The International Monetary Fund (IMF) has advised international decision-makers to keep a check on crypto. They follow heightening concerns highlighted by the war in Ukraine reports by the block.
The IMF in its Global Financial Stability Report spoke about the potential use of crypto in the Russian war against Ukraine. They have expressed that there is a threat poses to the stability of the existing financial systems.
According to IMF, “There has been an increased level of “cryptoization” of the global financial system amid the Ukrainian invasion by Russia and the COVID-19 pandemic.
IMF Report By Block
The Block reported that although much of this is due to general trading activity, the IMF warned that it could be used to circumvent identification checks in capital flows. This is essential, a means of anonymously transacting overseas.
Although the US and UK regulators have asked crypto firms to be vigilant. However, people may use non-compliant exchanges, mixers or other means to evade sanctions.
In order to tackle crypto-specific risks, the IMF has advised international governments to implement the Financial Action Task Force standards. These standards include a travel rule for crypto assets that require exchanges to transmit sender and recipient identification information. Also implementation of additional laws and regulations on foreign exchange and capital flow management to cover crypto.
The report stated that “essential steps include developing a comprehensive, consistent, and coordinated regulatory approach to crypto assets, and applying it effectively to capital flow management measures; establishing international collaborative arrangements for implementation; addressing data gaps; and leveraging technology (“regtech and’ suptech”).”

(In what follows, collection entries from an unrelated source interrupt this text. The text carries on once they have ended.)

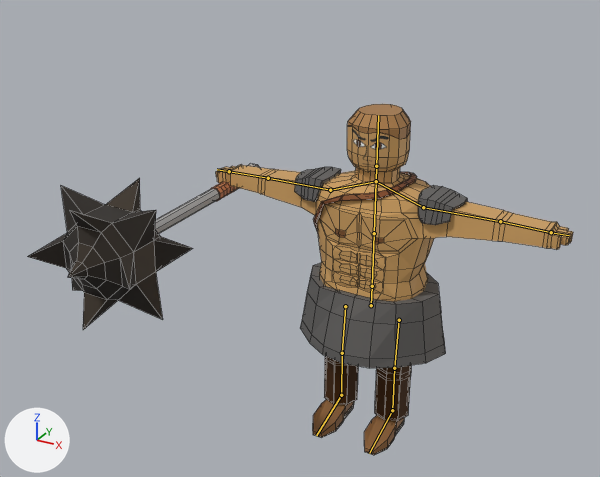
The Blender file models/cards/Frederic_the_Fearless.blend as it was, and as the next commit left it.
Both versions are drawn from a 50 mm camera at (1.72, -4.05, 3.1) aimed at (-0.2, -0.56, 1.35). Arrows for +X, +Y and +Z are at lower left; the lights stay in place. The picture after the commit comes second. Both versions are drawn at frame 1 of the action 'Idle'; the numbers are the values there. The bones that change, and the others that lie on the model, are drawn over the model as lines. Mesh edges are drawn as thin lines.

Names of what the first picture shows: 'FredericTheFearless.007'.
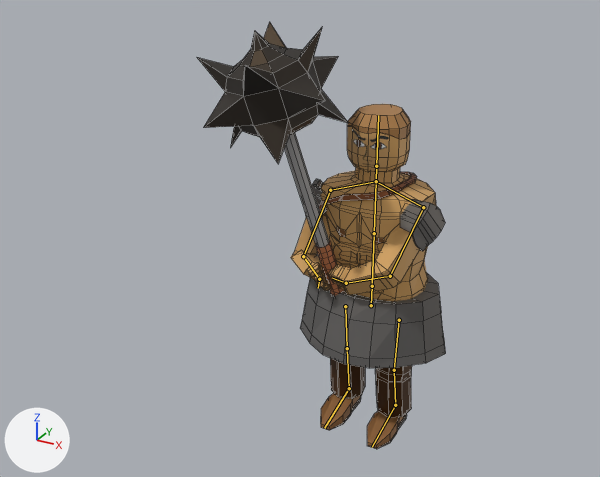
Location of each change, [x1, y1, x2, y2] in pixels of the pictures (600 x 477 px):
'FredericTheFearless.007', posed (54% narrower, 22% taller): before [28, 104, 573, 455]; after [197, 22, 446, 449]
bone 'A1.L', root to tip: before (423, 207) to (500, 221); after (423, 207) to (390, 276)
bone 'E.L', root to tip: before (500, 221) to (551, 232); after (390, 276) to (346, 283)
bone 'Hand.L', root to tip: before (551, 232) to (569, 235); after (346, 283) to (332, 278)
bone 'A1.R', root to tip: before (330, 190) to (268, 178); after (330, 190) to (303, 256)
bone 'E.R', root to tip: before (268, 178) to (229, 171); after (303, 256) to (319, 279)
bone 'Hand.R', root to tip: before (229, 171) to (217, 169); after (319, 279) to (318, 288)

What changed in the scene script:
```text
Change bone_a1_l:
    where bone_a1_l = bpy.data.objects['FredericTheFearless'].pose.bones['A1.L']  # child of 'A.L'
    bone_a1_l.rotation_quaternion: (1.0, 0.0, 0.0, 0.0) -> (0.623, 0.349, -0.184, -0.675)  # degrees (0, 0, 0) -> degrees (45, 14, -89)
Change bone_e_l:
    where bone_e_l = bpy.data.objects['FredericTheFearless'].pose.bones['E.L']  # child of 'A1.L'
    bone_e_l.rotation_quaternion: (1.0, 0.0, 0.0, 0.0) -> (0.841, 0.009, 0.084, -0.535)  # degrees (0, 0, 0) -> degrees (-4, 9, -65)
Change bone_hand_l:
    where bone_hand_l = bpy.data.objects['FredericTheFearless'].pose.bones['Hand.L']  # child of 'E.L'
    bone_hand_l.rotation_quaternion: (1.0, 0.0, 0.0, 0.0) -> (0.971, 0.151, -0.021, -0.184)  # degrees (0, 0, 0) -> degrees (18, 1, -21)
Change bone_a1_r:
    where bone_a1_r = bpy.data.objects['FredericTheFearless'].pose.bones['A1.R']  # child of 'A.R'
    bone_a1_r.rotation_quaternion: (1.0, 0.0, 0.0, 0.0) -> (0.787, 0.208, -0.007, 0.581)  # degrees (0, 0, 0) -> degrees (19, -15, 70)
Change bone_e_r:
    where bone_e_r = bpy.data.objects['FredericTheFearless'].pose.bones['E.R']  # child of 'A1.R'
    bone_e_r.rotation_quaternion: (1.0, 0.0, 0.0, 0.0) -> (0.702, 0.343, 0.309, 0.543)  # degrees (0, 0, 0) -> degrees (55, 4, 77)
Change bone_hand_r:
    where bone_hand_r = bpy.data.objects['FredericTheFearless'].pose.bones['Hand.R']  # child of 'E.R'
    bone_hand_r.rotation_quaternion: (1.0, 0.0, 0.0, 0.0) -> (0.922, 0.144, -0.297, -0.202)  # degrees (0, 0, 0) -> degrees (26, -29, -32)
Change bone_iklegpole_l:
    where bone_iklegpole_l = bpy.data.objects['FredericTheFearless'].pose.bones['IKLegPole.L']
    bone_iklegpole_l.location: (0.0, 0.0, 0.0) -> (-0.057, 0.0, -0.001)
Change bone_iktarget_l:
    where bone_iktarget_l = bpy.data.objects['FredericTheFearless'].pose.bones['IKTarget.L']
    bone_iktarget_l.location: (0.0, 0.0, 0.0) -> (0.002, 0.043, -0.014)
Change bone_iklegpole_r:
    where bone_iklegpole_r = bpy.data.objects['FredericTheFearless'].pose.bones['IKLegPole.R']
    bone_iklegpole_r.location: (0.0, 0.0, 0.0) -> (0.088, 0.002, -0.004)
Change bone_iktarget_r:
    where bone_iktarget_r = bpy.data.objects['FredericTheFearless'].pose.bones['IKTarget.R']
    bone_iktarget_r.location: (0.0, 0.0, 0.0) -> (-0.009, 0.086, 0.004)
```
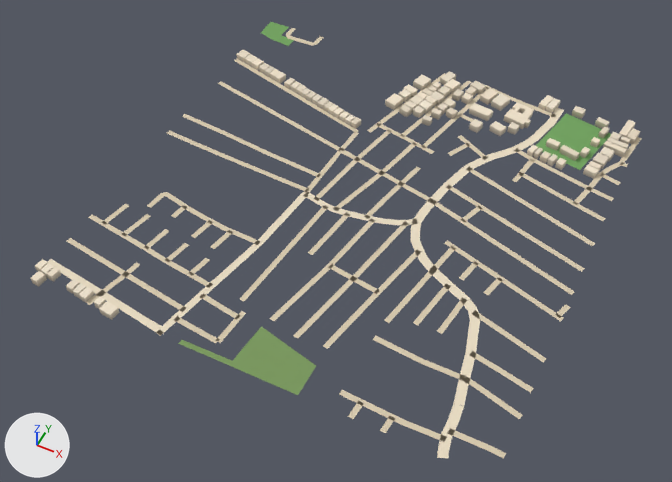
One commit to the glTF model public/assets/bengaluru-region-v1/tiles/t-6_-22-l1.glb: the scene before it, then after it.
The view is the same before and after, from a 50 mm lens placed at (-2451.0, -11402.0, 737.0), pointed at (-2757.0, -10791.0, -28.0). The axes (+X, +Y, +Z) are drawn at lower left. The lights are the same throughout. The older version comes first.

In view in the first picture: 'building', 'ground'.
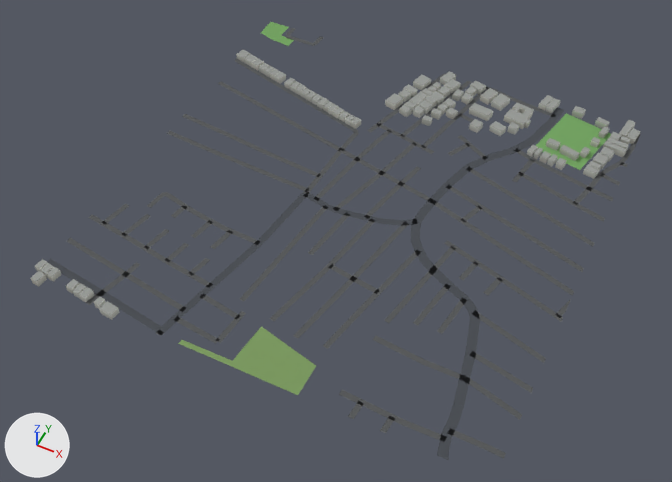
Scene script edits in JSON lines:
```json
{"block": "me_building", "where": "# used by ob_building; location = (-3000.0, -11000.0, 0.0)"}
{"op": "remove", "block": "me_building", "code": "me_building.from_pydata(...)  # 720 vertices, 908 faces; spans x -3.0..499.0, y -5.0..510.0, z 0.0..8.0"}
{"op": "add", "block": "me_building", "code": "me_building.from_pydata(...)  # 720 vertices, 1096 faces; spans x -3.0..499.0, y -5.0..510.0, z 0.0..8.0"}
{"block": "me_building", "change": "me_building part 1: 908 kept faces spanning x -3.0..499.0, y -5.0..510.0, z 0.0..8.0 get new vertex colours"}
{"block": "me_building", "change": "edits to the shape of me_building do not show in these pictures"}
{"block": "me_ground", "where": "# used by ob_ground; location = (-3000.0, -11000.0, 0.0)"}
{"op": "remove", "block": "me_ground", "code": "me_ground.from_pydata(...)  # 810 vertices, 646 faces; spans x -1.0..503.0, y -2.0..503.0, z 1.0"}
{"op": "add", "block": "me_ground", "code": "me_ground.from_pydata(...)  # 820 vertices, 654 faces; spans x 0.0..500.0, y 0.0..500.0, z 1.0"}
{"block": "me_ground", "change": "me_ground part 2"}
{"block": "me_ground", "change": "34 vertices are removed from x -1.0..503.0, y -1.0..491.0, z 1.0"}
{"block": "me_ground", "change": "58 faces are deleted"}
{"block": "me_ground", "change": "4 vertices in x 399.0..499.0, y 67.0..265.0, z 1.0 move by (1.0, -1.0, 0.0)"}
{"block": "me_ground", "change": "3 vertices in x 37.0..431.0, y 18.0..248.0, z 1.0 move by (2.0, 0.0, 0.0)"}
{"block": "me_ground", "change": "3 vertices in x 501.0, y 72.0..266.0, z 1.0 move by (-1.0, 1.0, 0.0)"}
{"block": "me_ground", "change": "3 vertices in x 499.0, y 98.0..401.0, z 1.0 move by (1.0, 6.0, 0.0)"}
{"block": "me_ground", "change": "26 vertices move from x 49.0..503.0, y -2.0..345.0, z 1.0 to x 49.0..500.0, y 0.0..344.0, z 1.0"}
{"block": "me_ground", "change": "44 vertices are added at x 0.0..500.0, y 0.0..500.0, z 1.0"}
{"block": "me_ground", "change": "66 new faces join them"}
{"block": "me_ground", "change": "me_ground part 3"}
{"block": "me_ground", "change": "13 vertices are removed from x -1.0..287.0, y 396.0..501.0, z 1.0"}
{"block": "me_ground", "change": "17 faces are deleted"}
{"block": "me_ground", "change": "4 vertices in x 223.0..270.0, y 407.0..435.0, z 1.0 move by (1.0, 3.0, 0.0)"}
{"block": "me_ground", "change": "21 vertices move from x 37.0..310.0, y 311.0..503.0, z 1.0 to x 36.0..316.0, y 311.0..500.0, z 1.0"}
{"block": "me_ground", "change": "13 vertices are added at x 0.0..288.0, y 401.0..500.0, z 1.0"}
{"block": "me_ground", "change": "17 new faces join them"}
{"block": "me_ground", "change": "me_ground part 4: 527 kept faces spanning x 5.0..500.0, y 0.0..500.0, z 1.0 get new vertex colours; the middle colour goes from beige #d7c9ae to dark grey #535556"}
{"block": "me_ground", "change": "other edits to the shape of me_ground do not show in these pictures"}
```

Pixel boxes (x1, y1, x2, y2) of what changed, in the pictures (672 x 482 px; the box of a moved part takes in the faces that stretch with it):
```json
{"object": "ground", "change": "reshaped", "before": [48, 22, 642, 458], "after": [48, 22, 641, 460]}
{"part": 1, "of": "me_building", "change": "recoloured", "before": [31, 50, 640, 319], "after": [31, 50, 640, 319]}
{"part": 2, "of": "me_ground", "change": "moved or reshaped", "before": [48, 114, 642, 458], "after": [48, 114, 641, 460]}
{"part": 3, "of": "me_ground", "change": "moved or reshaped", "before": [234, 34, 513, 160], "after": [234, 34, 513, 161]}
{"part": 4, "of": "me_ground", "change": "recoloured", "before": [74, 28, 628, 458], "after": [74, 28, 628, 458]}
```

Related: Problems Mounting For El Salvador After Legalizing Bitcoin
Other Aspect of the Report
The other aspect of the report spoke about decentralised finance (DeFi) space. It called the sector a new form of intermediary which poses a new set of legal questions that regulators need to tackle – importantly, how to regulate an entity that lacks a centralized point of contact.
“Regulation should focus on elements of the crypto ecosystem that enable DeFi, such as stablecoin issuers and centralized exchanges,” the report suggested. “Authorities should also encourage DeFi platforms to be subject to robust governance schemes, including industry codes and self-regulatory organizations. These entities could provide an effective conduit for regulatory oversight.”
In a similar report from January this year, the IMF showed concerns about the risks related to El Salvador’s issuance of bitcoin-backed bonds.
News reported that the IMF urged El Salvador to terminate bitcoin as legal tender as soon as possible.
The financial institution pointed to the high price volatility of Bitcoin as a major risk. Also, the report says that bitcoin should not be considered legal tender.
In June last year, El Salvador became the first country to adopt bitcoin as legal tender. To become a legal Tender El Salvador got 62 votes of approval out of 84. In September, Bitcoin officially was circulated in this country as legal tender.